Untuk mengetahui gambaran pengetahuan lansia tentang terapi dzikir terhadap

insomnia
1.3.2 Tujuan Khusus

a. Untuk mengidentifikasi pengetahuan lansia tentang pengertian terapi dzikir

b. Untuk mengidentifikasi pengetahuan lansia tentang manfaat terapi dzikir

c. Untuk mengidentifikasi pengetahuan lansia tentang dampak insomnia

d. Untuk mengidentifikasi pengetahuan lansia tentang terapi dzikir

e. Untuk mengidentifikasi pengetahuan lansia tentang manfaat terapi dzikir

1.4 Manfaat Penelitian

Penelitian ini diharapkan memiliki banyak manfaat bagi banyak pihak antara lain:

1.4.1 Manfaat Teoritis

Hasil penelitian ini diharapkan dapat menambah pengetahuan dan menambah

informasi dan kontribusi terhadap pengembangan ilmu kesehatan dan

keperawatan khususnya dibidang Keperawatan Gerontik

1.4.2 Manfaat praktis

a. Bagi institusi

Dapat memberi informasi ilmiah yang bermanfaat dan menambah literatur

kepustakaan yang berhubungan dengan pengetahuan lansia mengenai

terapi dzikir sebelum memulai tidur terhadap insomnia.

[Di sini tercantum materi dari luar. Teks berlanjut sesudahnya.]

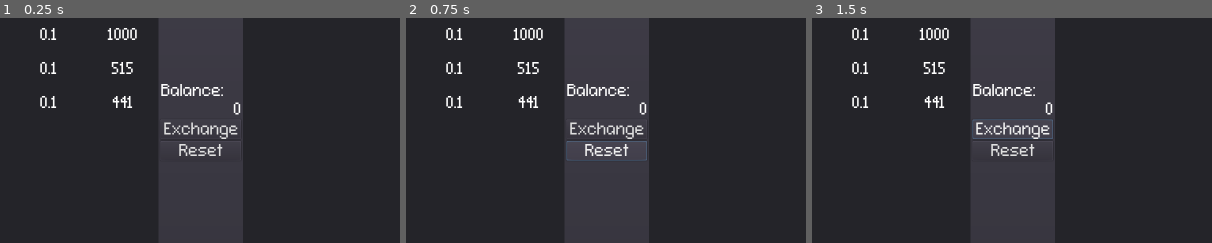
Above: before the commit, frames 1-3 (left to right).
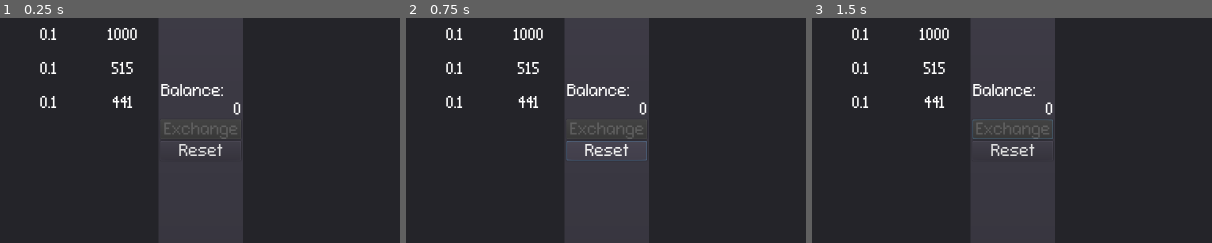
Above: after the commit, the same moments.

Repository: cheesefish/happy_merchant
Game: Godot game, scene res://scenes/GUI.tscn
Two runs of this game, one before a commit and one after it. Both use one fixed random seed, a clock stepped at 60 frames per second and the inputs below.
Inputs (mouse positions are % of the whole screen's width and height, from its top left):
- Up to frame 1 (0.25 s): no input
- Up to frame 2 (0.75 s): click "Reset" at 0.5 s
- Up to frame 3 (1.5 s): click (50, 54) at 1.25 s, where only the run before the commit has a clickable "Exchange"
The pictures show only the part of the screen within x 25-75%, y 30-80%; the shares and areas given below are measured in that part.

The runs differ from the first frame. In frame 1, 0.5% of the frame differs, in the area x 41-60%, y 46-54%; in frame 2, 0.5%; in frame 3, 0.6%.

Commit message:
Feature: Implement trade buttons Implement working Exchange and Reset buttons in Trade-tab.

Diff:
--- a/project.godot
+++ b/project.godot
@@ -14,7 +14,7 @@
 "language": "GDScript",
 "path": "res://scripts/Inventory.gd"
 }, {
-"base": "Control",
+"base": "Object",
 "class": "Item",
 "language": "GDScript",
 "path": "res://scripts/Item.gd"
--- a/scenes/GUI.tscn
+++ b/scenes/GUI.tscn
@@ -84,6 +84,7 @@
 margin_top = 410.0
 margin_right = 161.0
 margin_bottom = 452.0
+disabled = true
 text = "Exchange"
 
 [node name="ResetButton" type="Button" parent="TabContainer/Trade/Center"]
@@ -160,3 +161,5 @@
 size_flags_vertical = 4
 text = "Exit"
 script = ExtResource( 8 )
+[connection signal="pressed" from="TabContainer/Trade/Center/ExchangeButton" to="TabContainer/Trade" method="_on_ExchangeButton_pressed"]
+[connection signal="pressed" from="TabContainer/Trade/Center/ResetButton" to="TabContainer/Trade" method="_on_ResetButton_pressed"]
--- a/scripts/Inventory.gd
+++ b/scripts/Inventory.gd
@@ -6,6 +6,7 @@
 var top_labels = []
 
 var items = {}
+var items_backup = {}
 
 signal item_clicked
 
@@ -70,21 +71,7 @@
 func on_item_clicked(item: Item):
 	emit_signal("item_clicked", item)
 
-func get_item(item_name: String) -> Item:
-	return items[item_name]
-
-func has_item(item_name: String) -> bool:
-	return items.has(item_name)
-
 func add_item(item_name: String, amount: int):
-	var item = Item.new()
-	item.init(self, grid_container, item_name, amount)
+	var item = Item.new().init(self, grid_container, item_name, amount)
 	items[item_name] = item
-
-func remove_item(item_name: String):
-	items[item_name].delete()
-	items.erase(item_name)
-
-func add_to_item_amount(item_name: String, amount_to_add: int):
-	var item = items[item_name]
-	item.set_amount( item.get_amount() + amount_to_add )
+	return item
--- a/scripts/Item.gd
+++ b/scripts/Item.gd
@@ -1,4 +1,4 @@
-class_name Item extends Control
+class_name Item extends Object
 
 var parent
 var grid
@@ -13,7 +13,9 @@
 var hidden_overlay_theme
 var visible_overlay_theme
 
-func init(parent, grid: Control, name, amount):
+var true_amount
+
+func init(parent, grid: Control, name, amount) -> Item:
 	var tex_path = "res://items/icons/" + String(name).to_lower() + "_64.png"
 	var weight = 0.0
 	var value = 0.1
@@ -59,6 +61,9 @@
 	overlay.connect("gui_input", self, "on_gui_input")
 	overlay.theme = hidden_overlay_theme
 
+	true_amount = amount
+	return self
+
 func delete():
 	grid.remove_child(icon)
 	grid.remove_child(name_label)
--- a/scripts/Trade.gd
+++ b/scripts/Trade.gd
@@ -1,55 +1,78 @@
 extends Node
 
-var difference
+const market_margin = 0.1
 
 func _ready():
 	$Player/Inventory.connect("item_clicked", self, "on_Player_Inventory_item_selected")
 	$Market/Inventory.connect("item_clicked", self, "on_Market_Inventory_item_selected")
 
 func on_Player_Inventory_item_selected(item: Item):
-	var origin = $Player/Inventory
-	var destination = $Market/Inventory
-	set_diff_and_transfer_item(item, origin, destination, 1)
+	set_diff_and_transfer_item(item, $Player/Inventory, $Market/Inventory, 1)
 
 func on_Market_Inventory_item_selected(item: Item):
-	var origin = $Market/Inventory
-	var destination = $Player/Inventory
-	set_diff_and_transfer_item(item, origin, destination, -1)
+	set_diff_and_transfer_item(item, $Market/Inventory, $Player/Inventory, -1)
 
-func set_diff_and_transfer_item(item, origin, destination, factor):
+func set_diff_and_transfer_item(item, origin, destination, balance_factor):
+	var difference
 	if Input.is_key_pressed(KEY_SHIFT):
 		difference = 100
 	elif Input.is_key_pressed(KEY_CONTROL):
 		difference = 10
 	else:
 		difference = 1
-	transfer_item(item, origin, destination, factor)
+	transfer_item(item, origin, destination, balance_factor, difference)
 
-func transfer_item(item: Item, origin: Inventory, destination: Inventory, factor):
+func transfer_item(item, origin, destination, balance_factor, difference):
+	var amount_before = item.get_amount()
+	if amount_before == 0: return
+
+	var amount_after = amount_before - difference
+	if amount_after <= 0:
+		if item.true_amount == 0:
+			origin.items.erase(item.get_name())
+			item.delete()
+		else:
+			item.set_amount(0)
+		difference = amount_before
+	else:
+		item.set_amount(amount_after)
+
 	var item_name = item.get_name()
-	var amount_after = item.get_amount() - difference
+	if destination.items.has(item_name):
+		item = destination.items[item_name]
+		item.set_amount(item.get_amount() + difference)
+	else:
+		item = destination.add_item(item_name, difference)
+		item.true_amount = 0
 
-	if amount_after > 0:
-		item.set_amount(amount_after)
-	elif amount_after < 0:
-		difference += amount_after
-		transfer_item(item, origin, destination, factor)
-		return #important to return here!
-	else:
-		origin.remove_item(item_name)
+	var market_value = item.get_value()# * (1 - balance_factor * market_margin)
+	var balance_difference = market_value * difference * balance_factor
+	var balance_after = float($Center/BalanceValue.text) + balance_difference
+	$Center/BalanceValue.text = str(balance_after)
+	$Center/ExchangeButton.disabled = balance_after < 0
 
-	if destination.has_item(item_name):
-		destination.add_to_item_amount(item_name, difference)
-	else:
-		destination.add_item(item_name, difference)
+func _on_ResetButton_pressed():
+	var items_for_deletion = {}
+	for item in $Market/Inventory.items.values():
+		if item.true_amount == 0:
+			items_for_deletion[item.get_name()] = [$Market/Inventory, item]
+		else:
+			item.set_amount(item.true_amount)
+	for item in $Player/Inventory.items.values():
+		if item.true_amount == 0:
+			items_for_deletion[item.get_name()] = [$Player/Inventory, item]
+		else:
+			item.set_amount(item.true_amount)
+	for elem in items_for_deletion.values():
+		elem[0].items.erase(elem[1].get_name())
+		elem[1].delete()
+	$Center/BalanceValue.text = "0"
 
-	var value = item.get_value()
-	var balance_difference = value * difference * factor
-	var label = $Center/BalanceValue
-	var balance_after = float(label.text) + balance_difference
-	label.text = str(balance_after)
-
-func on_TradeResetButton_pressed():
-	$Market/Inventory.reset_items()
-	$Player/Inventory.reset_items()
-	$Center/BalanceValue.text = "0"
+func _on_ExchangeButton_pressed():
+	if not $Center/ExchangeButton.disabled:
+		for item in $Market/Inventory.items.values():
+			item.true_amount = item.get_amount()
+		for item in $Player/Inventory.items.values():
+			item.true_amount = item.get_amount()
+		_on_ResetButton_pressed()
+		$Center/ExchangeButton.disabled = true

b. Bagi peneliti selanjutnya

Dapat memberikan data awal yang dapat digunakan untuk melakukan

penelitian yang berhubungan dengan terapi dzikir sebelum memulai tidur

terhadap insomnia

c. Bagi tempat penelitian.


Memberikan data awal untuk mengetahui pengetahuan lansia mengenai

terapi dzikir sebelum memulai tidur terhadap insomnia.